Wiener chaos expansion for stochastic Maxwell equations driven by Wiener process

TL;DR

This paper introduces a Wiener chaos expansion-based algorithm for stochastic Maxwell equations driven by Wiener process, significantly improving computational efficiency and accuracy over traditional Monte Carlo methods by directly solving solution statistics.

Contribution

It presents a novel Wiener chaos expansion algorithm that reduces stochastic Maxwell equations to deterministic form, enhancing efficiency and inheriting multi-symplecticity.

Findings

Algorithm outperforms Monte Carlo in efficiency and accuracy

Numerical experiments confirm the effectiveness of the Wiener chaos expansion

Method preserves multi-symplectic structure of the equations

Abstract

A novel and efficient algorithm based on the Wiener chaos expansion is proposed for the stochastic Maxwell equations driven by Wiener process. The proposed algorithm can reduce the original stochastic system to the deterministic case and separate the randomness in the computation.
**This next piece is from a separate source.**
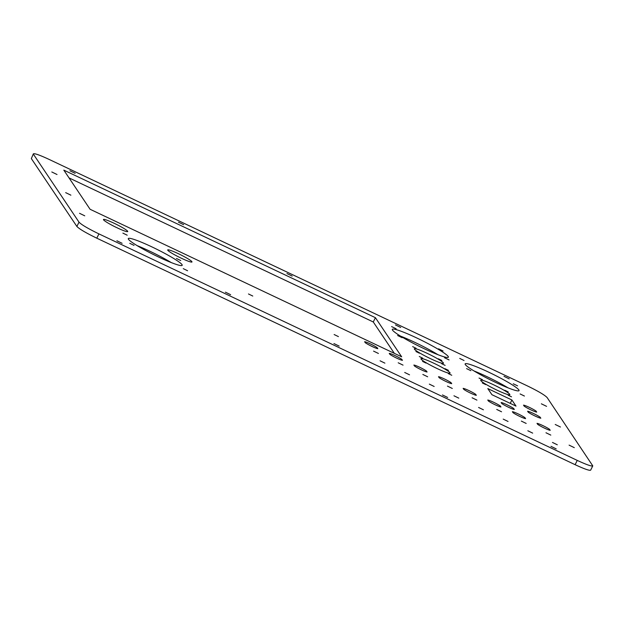 <?xml version="1.0" encoding="UTF-8"?>
<svg xmlns="http://www.w3.org/2000/svg" width="624" height="624" viewBox="0 0 624 624"><rect width="100%" height="100%" fill="white"/><g stroke="black" fill="none" stroke-linecap="round" stroke-linejoin="round"><path stroke-width="0.94" d="M33.47 154.3L79.006 222.16C81.44 224.702 88.078 228.618 98.927 233.891L577.247 460.403C586.435 464.669 591.614 466.495 592.777 465.871L590.647 470.161C589.485 470.777 584.306 468.959 575.117 464.693L96.798 238.181C85.948 232.908 79.31 228.992 76.877 226.45L31.34 158.59L33.353 153.839L31.34 158.59M437.993 354.721A31.294 3.214 26.4 0 0 400.561 336.133M171.241 262.564A30.092 3.097 26.4 0 0 137.116 245.63M394.337 353.356L373.285 321.984L69.03 177.902M508.084 387.871A30.092 3.097 26.4 0 0 473.959 370.929M550.805 435.107L545.977 432.76L550.805 435.107M557.302 444.787L552.466 442.439L557.302 444.787M532.678 433.126L527.842 430.778L532.678 433.126M526.18 423.439L521.344 421.099L526.18 423.439M501.556 411.778L496.72 409.438L501.556 411.778M508.045 421.457L503.217 419.117L508.045 421.457M483.421 409.796L478.585 407.456L483.421 409.796M476.923 400.117L472.087 397.769L476.923 400.117M458.796 398.135L453.96 395.788L458.796 398.135M452.299 388.456L447.463 386.108L452.299 388.456M427.666 376.787L422.838 374.447L427.666 376.787M403.042 365.126L398.206 362.786L403.042 365.126M434.164 386.474L429.328 384.127L434.164 386.474M409.539 374.813L404.703 372.466L409.539 374.813M384.907 363.145L380.078 360.805L384.907 363.145M378.417 353.465L373.581 351.117L378.417 353.465M517.577 385.85L513.279 383.768L517.577 385.85M464.038 360.5L459.74 358.41L464.038 360.5M524.417 396.045L520.12 393.955L524.417 396.045M470.878 370.687L466.58 368.605L470.878 370.687M338.434 336.617L334.136 334.534L338.434 336.617M252.775 296.049L248.477 293.966L252.775 296.049M127.195 235.193L122.897 233.111L127.195 235.193M134.035 245.38L129.737 243.298L134.035 245.38M187.574 270.738L183.277 268.655L187.574 270.738M180.734 260.543L176.436 258.461L180.734 260.543M57.026 174.509L51.808 171.982L57.026 174.509M70.886 195.172L65.668 192.637L70.886 195.172M84.747 215.826L79.529 213.299L84.747 215.826M122.109 243.305L116.899 240.778L122.109 243.305M230.63 294.692L225.412 292.165L230.63 294.692M339.144 346.086L333.934 343.559L339.144 346.086M447.665 397.472L442.447 394.945L447.665 397.472M556.187 448.867L550.969 446.339L556.187 448.867M574.306 447.658L569.088 445.13L574.306 447.658M560.446 427.003L555.227 424.476L560.446 427.003M546.577 406.349L541.367 403.814L546.577 406.349M509.215 378.869L504.005 376.334L509.215 378.869M400.702 327.475L395.483 324.948L400.702 327.475M292.18 276.089L286.962 273.554L292.18 276.089M183.659 224.695L178.448 222.167L183.659 224.695M75.145 173.308L69.927 170.781L75.145 173.308M592.777 465.871L547.123 397.55C544.69 395.008 538.052 391.092 527.202 385.819L48.883 159.307C39.694 155.041 34.515 153.223 33.353 153.839M443.344 362.864A16.247 1.669 -153.6 0 1 443.446 363.246A16.247 1.669 -153.6 0 1 428.15 357.521A16.247 1.669 -153.6 0 1 414.336 348.8A16.247 1.669 -153.6 0 1 428.337 353.886A16.247 1.669 -153.6 0 1 443.344 362.864M451.027 382.645L451.706 383.651A7.644 0.788 -153.6 0 1 445.973 381.475A7.644 0.788 -153.6 0 1 439.171 377.715L438.5 376.709A7.644 0.788 -153.6 0 1 444.233 378.885A7.644 0.788 -153.6 0 1 451.027 382.645L450.645 383.409M500.284 405.967L500.955 406.973A7.644 0.788 -153.6 0 1 495.222 404.797A7.644 0.788 -153.6 0 1 488.428 401.037L487.757 400.031A7.644 0.788 -153.6 0 1 493.49 402.207A7.644 0.788 -153.6 0 1 500.284 405.967L499.902 406.739M536.039 411.076L536.71 412.082A7.644 0.788 -153.6 0 1 530.977 409.906A7.644 0.788 -153.6 0 1 524.183 406.154L523.513 405.14A7.644 0.788 -153.6 0 1 529.246 407.316A7.644 0.788 -153.6 0 1 536.039 411.076L535.657 411.848M422.721 358.176L419.281 356.507L422.721 358.176M509.738 394.306A16.247 1.669 -153.6 0 1 509.831 394.688A16.247 1.669 -153.6 0 1 494.536 388.955A16.247 1.669 -153.6 0 1 480.73 380.234A16.247 1.669 -153.6 0 1 494.723 385.328A16.247 1.669 -153.6 0 1 509.738 394.306M482.477 379.727L479.037 378.058L482.477 379.727M441.831 360.477L438.391 358.808L441.831 360.477M443.063 350.992L438.555 348.808L443.063 350.992M179.384 257.283A13.541 1.388 -153.6 0 1 167.716 249.928A13.541 1.388 -153.6 0 1 180.461 254.709A13.541 1.388 -153.6 0 1 191.974 261.971A13.541 1.388 -153.6 0 1 183.339 259.147L179.384 257.283M115.144 226.855A13.541 1.388 -153.6 0 1 103.467 219.508A13.541 1.388 -153.6 0 1 116.22 224.281A13.541 1.388 -153.6 0 1 127.725 231.551A13.541 1.388 -153.6 0 1 119.09 228.727L115.144 226.855M518.856 389.93A30.092 3.097 -153.6 0 1 519.035 390.632A30.092 3.097 -153.6 0 1 490.714 380.024A30.092 3.097 -153.6 0 1 465.137 363.878A30.092 3.097 -153.6 0 1 491.057 373.308A30.092 3.097 -153.6 0 1 518.856 389.93M449.062 359.931L444.553 357.739L449.062 359.931M416.091 348.286L412.651 346.616L416.091 348.286M485.768 384.626L482.329 382.957L485.768 384.626M426.013 363.074L422.573 361.405L426.013 363.074M540.142 417.191L540.813 418.197A7.644 0.788 -153.6 0 1 535.08 416.021A7.644 0.788 -153.6 0 1 528.286 412.269L527.615 411.255A7.644 0.788 -153.6 0 1 533.348 413.431A7.644 0.788 -153.6 0 1 540.142 417.191L539.76 417.963M524.909 417.628L525.587 418.634A7.644 0.788 -153.6 0 1 519.854 416.458A7.644 0.788 -153.6 0 1 513.061 412.706L512.382 411.7A7.644 0.788 -153.6 0 1 518.115 413.876A7.644 0.788 -153.6 0 1 524.909 417.628L524.527 418.4M426.403 370.976L427.073 371.982A7.644 0.788 -153.6 0 1 421.34 369.814A7.644 0.788 -153.6 0 1 414.547 366.054L413.868 365.048A7.644 0.788 -153.6 0 1 419.601 367.224A7.644 0.788 -153.6 0 1 426.403 370.976L426.02 371.748M475.652 394.306L476.33 395.312A7.644 0.788 -153.6 0 1 470.597 393.136A7.644 0.788 -153.6 0 1 463.804 389.376L463.125 388.37A7.644 0.788 -153.6 0 1 468.858 390.546A7.644 0.788 -153.6 0 1 475.652 394.306L475.27 395.07M364.619 341.718A7.644 0.788 -153.6 0 1 370.352 343.894A7.644 0.788 -153.6 0 1 377.146 347.654L377.816 348.66A7.644 0.788 -153.6 0 1 372.083 346.484A7.644 0.788 -153.6 0 1 365.29 342.724L364.619 341.718M501.797 403.549L501.127 402.542A7.644 0.788 -153.6 0 1 506.86 404.711A7.644 0.788 -153.6 0 1 513.653 408.47L514.324 409.477A7.644 0.788 -153.6 0 1 508.591 407.3A7.644 0.788 -153.6 0 1 501.797 403.549M448.469 370.367L445.029 368.698L448.469 370.367M449.982 372.754A16.247 1.669 -153.6 0 1 450.076 373.129A16.247 1.669 -153.6 0 1 434.78 367.403A16.247 1.669 -153.6 0 1 420.974 358.683A16.247 1.669 -153.6 0 1 434.975 363.776A16.247 1.669 -153.6 0 1 449.982 372.754M508.217 391.919L504.785 390.25L508.217 391.919M445.123 365.375L441.683 363.714L445.123 365.375M396.123 328.762L391.607 326.578L396.123 328.762M375.414 317.694L401.677 356.827L90.082 209.274L63.82 170.134L375.414 317.694L373.285 321.984M182.013 264.631A30.092 3.097 -153.6 0 1 182.192 265.333A30.092 3.097 -153.6 0 1 153.871 254.725A30.092 3.097 -153.6 0 1 128.294 238.571A30.092 3.097 -153.6 0 1 154.214 248.001A30.092 3.097 -153.6 0 1 182.013 264.631M448.18 356.468A31.294 3.214 -153.6 0 1 448.375 357.193A31.294 3.214 -153.6 0 1 418.915 346.164A31.294 3.214 -153.6 0 1 392.317 329.371A31.294 3.214 -153.6 0 1 419.273 339.175A31.294 3.214 -153.6 0 1 448.18 356.468M402.121 337.701L397.605 335.509L402.121 337.701M419.375 353.184L415.943 351.523L419.375 353.184M511.508 396.817L508.069 395.148L511.508 396.817M451.753 375.266L448.313 373.597L451.753 375.266M511.906 399.992L516.009 406.107L491.915 394.696L487.812 388.58L511.906 399.992L510.229 403.369M549.541 429.289L550.212 430.303A7.644 0.788 -153.6 0 1 544.479 428.126A7.644 0.788 -153.6 0 1 537.685 424.367L537.007 423.361A7.644 0.788 -153.6 0 1 542.74 425.537A7.644 0.788 -153.6 0 1 549.541 429.289L549.159 430.061M401.77 359.315L402.449 360.321A7.644 0.788 -153.6 0 1 396.716 358.145A7.644 0.788 -153.6 0 1 389.922 354.393L389.243 353.379A7.644 0.788 -153.6 0 1 394.976 355.555A7.644 0.788 -153.6 0 1 401.77 359.315L401.388 360.087M513.271 409.243L513.653 408.47M376.763 348.418L377.146 347.654M577.247 460.403L575.117 464.693M96.798 238.181L98.927 233.891M79.006 222.16L76.877 226.45"/></g></svg>

Therefore, it can yield a significant improvement of efficiency and lead to less computational errors compared to the Monte Carlo method, since the statistics of the solution can be solved directly without repeating over many realizations. In particular, the proposed algorithm could inherit the multi-symplecticity. Numerical experiments are dedicated to performing the efficiency and accuracy of the Wiener chaos expansion algorithm.